I've hunted a small farm here for a few years, and prior to that hunted a heavily used state park where the deer had many opportunities to encounter humans. In both cases the deer aren't easily rattled and have proven to be very cool customers! I've had 3 doe in front of my stand when a group of rabbit hunters opened up on a running bunny about 100-150 yards away. When the guns went off I jumped, the deer didn't! They didn't even raise their heads! They knew where everybody was, and how far away they were. 

Now, if you're hunting a big State Forest, or some patch of ground where deer rarely encounter humans, the slightest whiff of scent might send them running. But that's the name of the game. You pick your stand and take your chances. And if there's sign galore where you've put your stand, the deer will be there, eventually. In our part of the country I haven't found too many spots, or should I say *any* spots, where deer travel the same routes day after day. The deer around here seem to follow a circuit that may take them 2 or 3 days to traverse. Just keep at it! If the sign is there, the deer will be too.


----------



## ostbucks98 (Apr 14, 2004)

buckeyebowman said:


> In our part of the country I haven't found too many spots, or should I say *any* spots, where deer travel the same routes day after day.


then i would say your hunting the wrong spots.
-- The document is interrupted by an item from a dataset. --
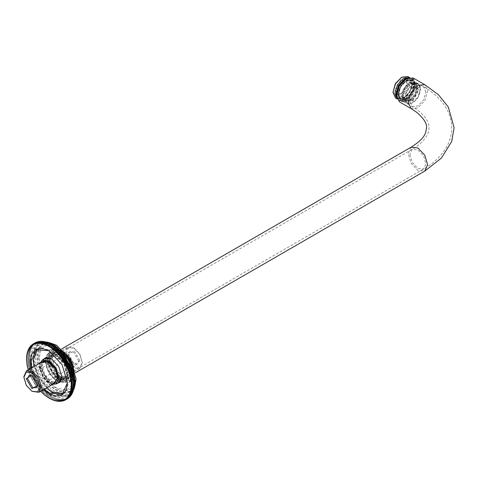 <?xml version="1.0" encoding="UTF-8"?>
<svg xmlns="http://www.w3.org/2000/svg" width="478" height="478" viewBox="0 0 478 478"><rect width="100%" height="100%" fill="white"/><g stroke="black" fill="none" stroke-linecap="round" stroke-linejoin="round"><path stroke-width="0.36" stroke-dasharray="2.39 1.79" d="M43.295 378.026C46.599 382.275 49.903 384.181 53.201 383.744L43.295 378.026L53.028 372.41L62.935 378.128C59.636 378.558 56.332 376.652 53.028 372.41M53.201 383.744L62.935 378.128M43.295 361.416L53.201 367.134M62.935 361.511L53.028 355.793C56.332 355.363 59.636 357.269 62.935 361.511L53.889 366.74M44.173 360.908L53.028 355.793M23.9 376.55L26.457 385.16L32.635 391.679M82.336 362.987L79.772 368.646L73.6 368.03L67.422 361.511L64.865 352.901L67.422 347.249L73.6 347.859L79.772 354.377L82.336 362.987L79.975 354.264L74.275 348.253L68.581 347.685L66.221 352.901L68.581 360.842L74.275 366.859L79.975 367.421L82.336 362.205M32.307 375.553L37.702 384.898M37.714 384.527L37.714 385.31M78.679 360.878L73.6 352.083L70.009 351.724L68.521 355.011L73.6 363.812L77.191 364.164L78.679 360.878M80.029 360.878L74.275 364.2L68.521 354.234L74.275 350.906L80.029 360.878M413.183 78.004L416.039 84.307L413.183 93.897L406.306 101.163L399.423 101.844M396.573 95.397L399.399 101.42L406.049 100.727L412.753 93.646L415.531 84.307L412.807 78.201L406.175 78.762M414.342 84.988L411.916 93.162L406.049 99.358L400.188 99.938L397.756 94.566L400.188 86.393L406.049 80.202L411.916 79.617L414.342 85.281L411.988 80.077L406.306 80.639L400.618 86.643L398.264 94.566L400.618 99.771L406.306 99.209L411.988 93.204L414.342 85.281M40.092 363.023L39.572 366.351L42.422 375.941L49.306 383.207L52.449 384.42M52.783 384.228L48.887 382.962L42.303 376.013L39.572 366.841L40.427 362.832M41.939 361.96L40.08 367.134L42.662 375.81L48.887 382.376L54.289 383.356M57.689 377.297L57.689 376.413L55.334 381.623L49.646 381.056L43.958 375.057L41.604 367.134L43.958 361.924L45.518 361.422M49.276 362.282L55.334 368.49L57.689 376.413M401.395 93.933L407.322 83.668L405.583 79.832L401.395 80.25L395.467 90.509L397.206 94.345L401.395 93.933L400.97 94.178L394.625 90.509L400.97 79.515L407.322 83.184L400.97 94.178M412.395 100.284L408.206 100.697L406.473 96.861L412.395 86.602L416.589 86.189L418.322 90.019L412.395 100.284M392.988 91.453L395.33 96.622L400.97 96.06L406.617 90.103L408.953 82.24L406.617 77.072L400.97 77.633M412.819 101.019L419.17 90.019L412.819 86.357L406.473 97.351L412.819 101.019M407.913 76.576L410.477 82.24L407.913 90.856L401.735 97.381L396.555 98.408M397.087 98.862L403.593 98.456L409.777 91.931L412.341 83.315L409.431 77.478M404.358 98.014L398.712 98.576L396.376 93.407L398.712 85.544L404.358 79.587L409.999 79.025L412.341 84.194L409.999 92.057L403.593 98.456M404.358 97.351L399.118 97.871L396.949 93.079L399.118 85.777L404.358 80.25L409.592 79.73L411.761 84.522L409.592 91.824L404.358 97.351M409.437 82.646L415 82.091L417.306 87.187L415 94.949L409.437 100.822L403.868 101.372L401.562 96.275L403.868 88.52L409.437 82.646M406.049 98.331L400.815 98.85L398.646 94.052L400.815 86.757L406.049 81.224L411.289 80.71L413.458 85.502L411.289 92.804L406.049 98.331M410.279 101.312L404.717 101.862L402.41 96.765L404.717 89.01L410.279 83.13L415.848 82.58L418.154 87.677L415.848 95.433L410.279 101.312M410.279 100.38L405.284 100.876L403.217 96.299L405.284 89.338L410.279 84.062L415.28 83.566L417.348 88.143L415.28 95.104L410.279 100.38M409.437 99.89L404.436 100.386L402.368 95.815L404.436 88.848L409.437 83.572L414.432 83.076L416.499 87.653L414.432 94.62L409.437 99.89M407.184 78.225L412 78.745L414.121 83.13C414.139 89.338 411.516 94.62 406.246 98.982L399.471 100.446L396.609 96.538M408.015 77.872L411.397 78.362L413.948 83.035C413.966 89.243 411.343 94.525 406.079 98.88L398.837 100.117L396.722 97.434M74.18 384.7L71.204 386.361M74.126 385.961L71.12 387.58M74.012 387.186L74.078 385.985M73.845 388.369L73.947 387.049L70.989 388.757M73.624 389.51L73.761 388.19L70.798 389.899M73.349 390.604L73.522 389.283L70.559 390.998M73.522 389.283L73.487 389.588M73.02 391.655L73.23 390.335L70.266 392.05M73.23 390.335L73.176 390.705M72.638 392.653L72.883 391.339L69.925 393.053M72.883 391.339L72.811 391.775M72.208 393.597L72.489 392.295L69.525 394.003M72.489 392.295L72.393 392.796M71.724 394.487L72.047 393.197L69.083 394.906M72.047 393.197L71.921 393.764M71.192 395.324L71.013 394.834L71.551 394.045L68.593 395.754M71.551 394.045L71.252 395.24M70.613 396.101L70.427 395.563L71.013 394.834L68.049 396.543M71.013 394.834L70.678 396.023M69.991 396.812L69.794 396.232L70.427 395.563L67.464 397.272M70.427 395.563L70.057 396.74M69.316 397.463L69.119 396.842L69.794 396.232L66.83 397.947M69.794 396.232L69.388 397.397M68.605 398.049L68.402 397.391L69.119 396.842L66.155 398.55M69.119 396.842L68.683 397.995M67.846 398.574L67.649 397.869L68.402 397.391L65.438 399.1M68.402 397.391L67.93 398.521M65.11 400.152L67.051 399.028L66.854 398.282L67.649 397.869L64.685 399.578M67.649 397.869L67.051 399.028M64.273 400.534L66.221 399.411L66.024 398.634L66.854 398.282L63.891 399.996M66.854 398.282L66.311 399.375L64.99 400.134M63.407 400.857L65.355 399.733L65.157 398.909L66.024 398.634L63.06 400.343M66.024 398.634L65.444 399.704L64.058 400.504M62.504 401.102L64.452 399.978L64.261 399.124L65.157 398.909L62.194 400.624M65.157 398.909L64.548 399.955L62.6 401.078M61.566 401.281L63.514 400.158L63.335 399.267L64.261 399.124L61.298 400.833M64.261 399.124L63.616 400.14L61.668 401.263M60.604 401.389L62.552 400.265L62.379 399.339L63.335 399.267L60.371 400.976M63.335 399.267L62.654 400.253L60.706 401.377M59.613 401.424L61.56 400.301L61.399 399.345L62.379 399.339L59.415 401.048M62.379 399.339L61.668 400.295L59.72 401.424M58.597 401.389L60.545 400.265L60.395 399.279L61.399 399.345L58.436 401.054M61.399 399.345L58.704 401.395M57.563 401.281L59.511 400.158L59.374 399.142L60.395 399.279L57.438 400.988M60.395 399.279L57.671 401.293M56.506 401.102L58.453 399.978L58.334 398.939L59.374 399.142L56.41 400.851M59.374 399.142L56.619 401.126M55.43 400.857L57.378 399.733L57.276 398.664L58.334 398.939L55.37 400.648M58.334 398.939L55.544 400.887M54.343 400.54L56.29 399.417L56.207 398.323L57.276 398.664L54.313 400.373M57.276 398.664L54.456 400.576M53.243 400.152L55.191 399.028L55.125 397.917L56.207 398.323L53.243 400.038M56.207 398.323L53.357 400.194M52.132 399.698L54.08 398.574L54.038 397.445L55.125 397.917L52.162 399.626M55.125 397.917L52.245 399.751M51.015 399.178L52.962 398.055L52.944 396.907L54.038 397.445L51.074 399.154M54.038 397.445L51.134 399.238M49.897 398.592L51.839 397.469L51.845 396.304L52.944 396.907L49.981 398.616M52.944 396.907L50.011 398.658M26.547 358.016L29.528 356.355L29.505 357.604L26.541 359.313L29.505 357.604L29.528 358.882L26.565 360.597L29.528 358.882L29.612 360.197L26.649 361.906L29.612 360.197L29.744 361.529L26.78 363.238L29.744 361.529L29.935 362.886L26.971 364.595L29.935 362.886L30.174 364.26L27.21 365.969L30.174 364.26L30.467 365.646L27.503 367.361L30.467 365.646L30.807 367.05L27.849 368.759L28.053 369.034L30 367.911L30.807 367.05L31.201 368.46L28.244 370.169L28.477 370.474L30.425 369.351L31.201 368.46L31.65 369.87L28.686 371.585L28.955 371.926L30.903 370.803L31.65 369.87L32.14 371.286L29.182 373.001L29.481 373.372L31.429 372.248L32.14 371.286L32.683 372.703L29.72 374.411L30.054 374.818L32.002 373.694L32.683 372.703L33.269 374.113L30.305 375.822L30.676 376.252L32.623 375.128L33.269 374.113L33.902 375.511L30.939 377.22L31.339 377.68L33.287 376.556L33.902 375.511L34.577 376.897L31.614 378.612L32.05 379.09L33.998 377.967L34.577 376.897L35.288 378.271L32.331 379.98L32.803 380.488L34.751 379.365L35.288 378.271L36.047 379.628L33.084 381.336L33.591 381.862L35.539 380.739L36.047 379.628L36.842 380.96L33.878 382.669L34.422 383.213L36.37 382.089L36.842 380.96L37.672 382.263L34.709 383.971L35.288 384.539L37.236 383.416L37.672 382.263L38.539 383.541L35.575 385.25L36.185 385.83L38.132 384.706L38.539 383.541L39.435 384.79L36.471 386.499L37.117 387.09L39.065 385.967L39.435 384.79L40.361 386.003L37.398 387.712L38.079 388.315L40.027 387.192L40.361 386.003L41.311 387.174L38.354 388.889L39.065 389.498L41.012 388.375L41.311 387.174L42.291 388.309L39.333 390.024L40.08 390.64L42.022 389.516L42.291 388.309L43.295 389.403L40.331 391.112L41.114 391.733L43.062 390.61L43.295 389.403L44.317 390.448L41.359 392.163L42.172 392.785L44.113 391.661L44.317 390.448L45.362 391.446L42.399 393.161L43.241 393.782L45.189 392.659L45.362 391.446L46.42 392.396L43.456 394.105L44.329 394.726L46.276 393.603L46.42 392.396L47.489 393.292L44.526 395.001L45.428 395.617L47.376 394.493L47.489 393.292L48.571 394.135L45.607 395.844L46.539 396.453L48.481 395.33L48.571 394.135L49.658 394.918L46.695 396.626L47.651 397.224L49.598 396.101L49.658 394.918L51.845 396.304L48.887 398.013L50.835 396.889L50.752 395.641L47.788 397.349L48.774 397.941L50.722 396.818M51.845 396.304L50.835 396.889M50.752 395.641L47.788 397.349M49.658 394.918L46.695 396.626M48.571 394.135L45.607 395.844M47.489 393.292L44.526 395.001M46.42 392.396L43.456 394.105M45.362 391.446L42.399 393.161M44.317 390.448L41.222 391.846L41.359 392.163M43.295 389.403L42.13 389.63L40.188 390.753L40.331 391.112L37.398 387.712L31.614 378.612L28.166 369.912M42.291 388.309L39.172 389.618L39.333 390.024M41.311 387.174L40.128 387.317L38.18 388.441L38.354 388.889M40.361 386.003L39.16 386.099L37.218 387.222L37.398 387.712M39.435 384.79L38.228 384.838L36.28 385.961L36.471 386.499M38.539 383.541L37.326 383.547L35.378 384.676L35.575 385.25M37.672 382.263L36.459 382.227L34.512 383.356L34.709 383.971M36.842 380.96L35.623 380.882L33.675 382.006L33.878 382.669M36.047 379.628L34.828 379.508L32.88 380.631L33.084 381.336M35.288 378.271L34.075 378.116L32.128 379.239L32.331 379.98M34.577 376.897L33.358 376.706L31.411 377.829L31.614 378.612M33.902 375.511L32.689 375.278L30.741 376.401L30.939 377.22M33.269 374.113L32.062 373.844L30.12 374.967L30.305 375.822M32.683 372.703L31.482 372.398L29.54 373.521L29.72 374.411M32.14 371.286L30.956 370.952L29.009 372.075L29.182 373.001M31.65 369.87L30.473 369.506L28.525 370.629L28.686 371.585M31.201 368.46L30.042 368.06L28.094 369.183L28.244 370.169M30.807 367.05L29.66 366.62L27.712 367.743L27.849 368.759M30.467 365.646L29.331 365.192L27.383 366.315L27.503 367.361M30.174 364.26L29.056 363.776L27.109 364.905L27.21 365.969M29.935 362.886L28.835 362.384L26.888 363.507L26.971 364.595M29.744 361.529L28.668 361.004L26.72 362.127L26.78 363.238M29.612 360.197L28.555 359.647L26.607 360.776L26.649 361.906M29.528 358.882L28.495 358.321L26.547 359.45L26.565 360.597M29.505 357.604L28.495 357.024L26.547 358.147M26.607 356.755L29.612 355.136L29.528 356.355L26.565 358.064M29.528 356.355L28.543 355.763L26.601 356.887M26.72 355.53L29.744 353.959L29.612 355.136L26.649 356.845M29.612 355.136L28.65 354.533L26.708 355.662M26.888 354.347L29.935 352.818L29.744 353.959L26.78 355.668M29.744 353.959L28.811 353.35L26.87 354.473M27.109 353.206L30.174 351.718L29.935 352.818L26.971 354.527M29.935 352.818L29.033 352.202L27.085 353.326M27.383 352.113L30.467 350.667L30.174 351.718L27.21 353.433M30.174 351.718L29.301 351.097L27.354 352.226M27.712 351.061L30.807 349.663L30.467 350.667L27.503 352.382M30.467 350.667L29.624 350.045L27.676 351.169M28.094 350.063L31.201 348.713L30.807 349.663L27.849 351.378M30.807 349.663L30 349.042L28.053 350.165M28.525 349.119L31.65 347.811L31.201 348.713L28.244 350.422M31.201 348.713L30.425 348.092L28.477 349.215M29.009 348.229L30.956 347.106L32.14 346.962L31.65 347.811L28.686 349.52M31.65 347.811L30.903 347.195L28.955 348.319M29.54 347.392L31.482 346.269L32.683 346.174L32.14 346.962L29.182 348.677M32.14 346.962L31.429 346.353L29.481 347.476M30.12 346.616L32.062 345.492L33.269 345.445L29.72 347.882M32.683 346.174L32.002 345.57L30.054 346.693M30.741 345.905L32.689 344.781L33.902 344.769L30.305 347.153M33.269 345.445L32.623 344.853L30.676 345.976M31.972 344.931L33.358 344.13L34.577 344.166L30.939 346.484M33.902 344.769L33.287 344.196L31.339 345.319M32.755 344.303L34.075 343.545L35.288 343.616L31.614 345.875M34.577 344.166L33.998 343.598L32.05 344.722M33.591 343.736L34.828 343.019L36.047 343.138L32.331 345.331M35.288 343.616L34.751 343.073L32.803 344.196M35.623 342.565L36.842 342.726L33.084 344.847M36.047 343.138L35.539 342.612M36.459 342.182L37.672 342.373L33.878 344.435M36.842 342.726L36.37 342.218M37.326 341.86L38.539 342.093L34.709 344.088M37.672 342.373L37.236 341.89M38.228 341.615L39.435 341.884L35.575 343.807M38.539 342.093L38.132 341.639M39.16 341.435L40.361 341.74L36.471 343.592M39.435 341.884L39.065 341.453M40.128 341.328L41.311 341.668L40.361 341.74L37.398 343.449M40.361 341.74L40.027 341.34M41.741 341.489L42.291 341.662L41.311 341.668L38.354 343.377M41.311 341.668L41.012 341.298M42.817 341.561L43.295 341.728L42.291 341.662L39.333 343.377M42.291 341.662L42.022 341.322M43.91 341.71L44.317 341.866L43.295 341.728L40.331 343.443M43.295 341.728L43.062 341.423M45.506 341.949L44.317 341.866L41.359 343.574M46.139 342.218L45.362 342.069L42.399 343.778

Sent from my ZTE-Z990G using Ohub Campfire mobile app


----------



## fish master (Dec 24, 2005)

were i took my shot at was along a corn field i was just walking along happen to see something move to my left looked and there he was looking straight up a tree. slowly lowered his head and gave me this look. he was like what? ur right all i seen was my sights and a very good broadshot nothing eles. herd the arrow kick up, the buck herd it and was gone. been gun hunting but this is my first time in 20 years hunting, first time bow hunting, first time hunting in ohio. i wanted a challenge and i got one. what makes it more challenging is ima ground hunter. dont have the stand yet.


----------



## gpb1111 (Feb 19, 2005)

I've been just as successful on the ground as in a stand. I would try studying some topos of your area. Look for saddles, pinch points, and travel corridors, etc. Locate these spots by topo, play the wind correctly, and travel directly into your location without stumbling around investigating every rub, doe trail, etc. If deer use your property they will be in these locations!

Sent from my SPH-L710 using Ohub Campfire mobile app


----------



## Fishingisfun (Jul 19, 2012)

One of the biggest problems with ground hunting is the wait makes me second guess my position and I move to the "better spot" and spook deer that may had come by if I had remained still. A blind or better for me was getting off the ground so I could stick to a spot and wait for the deer to come to me. Deer have walked under my stand many times unaware of my presence so if your able buy a climber and hunt above the ground the temptation to wander will be blocked and your success should improve. Being still on stand is important. From the time you begin the climb wear a safety harness and secure the stand before bring up your bow with the haul rope. 




fish master said:


> what am i doing wrong? i can sit in one place for hours not see a thing. as soon as i start to find a new spot i spook all sorts of deer. took a shot at a 6 pointer yesterday but i didnt account for the lil twig i didnt see 20 yrds in kicked the arrow up right into a tree. that buck gave me the creepiest 1000 yrd stare iv ever seen. anything i should do or not do.


----------



## sherman51 (Apr 12, 2011)

fish master said:


> what am i doing wrong? i can sit in one place for hours not see a thing. as soon as i start to find a new spot i spook all sorts of deer. took a shot at a 6 pointer yesterday but i didnt account for the lil twig i didnt see 20 yrds in kicked the arrow up right into a tree. that buck gave me the creepiest 1000 yrd stare iv ever seen. anything i should do or not do.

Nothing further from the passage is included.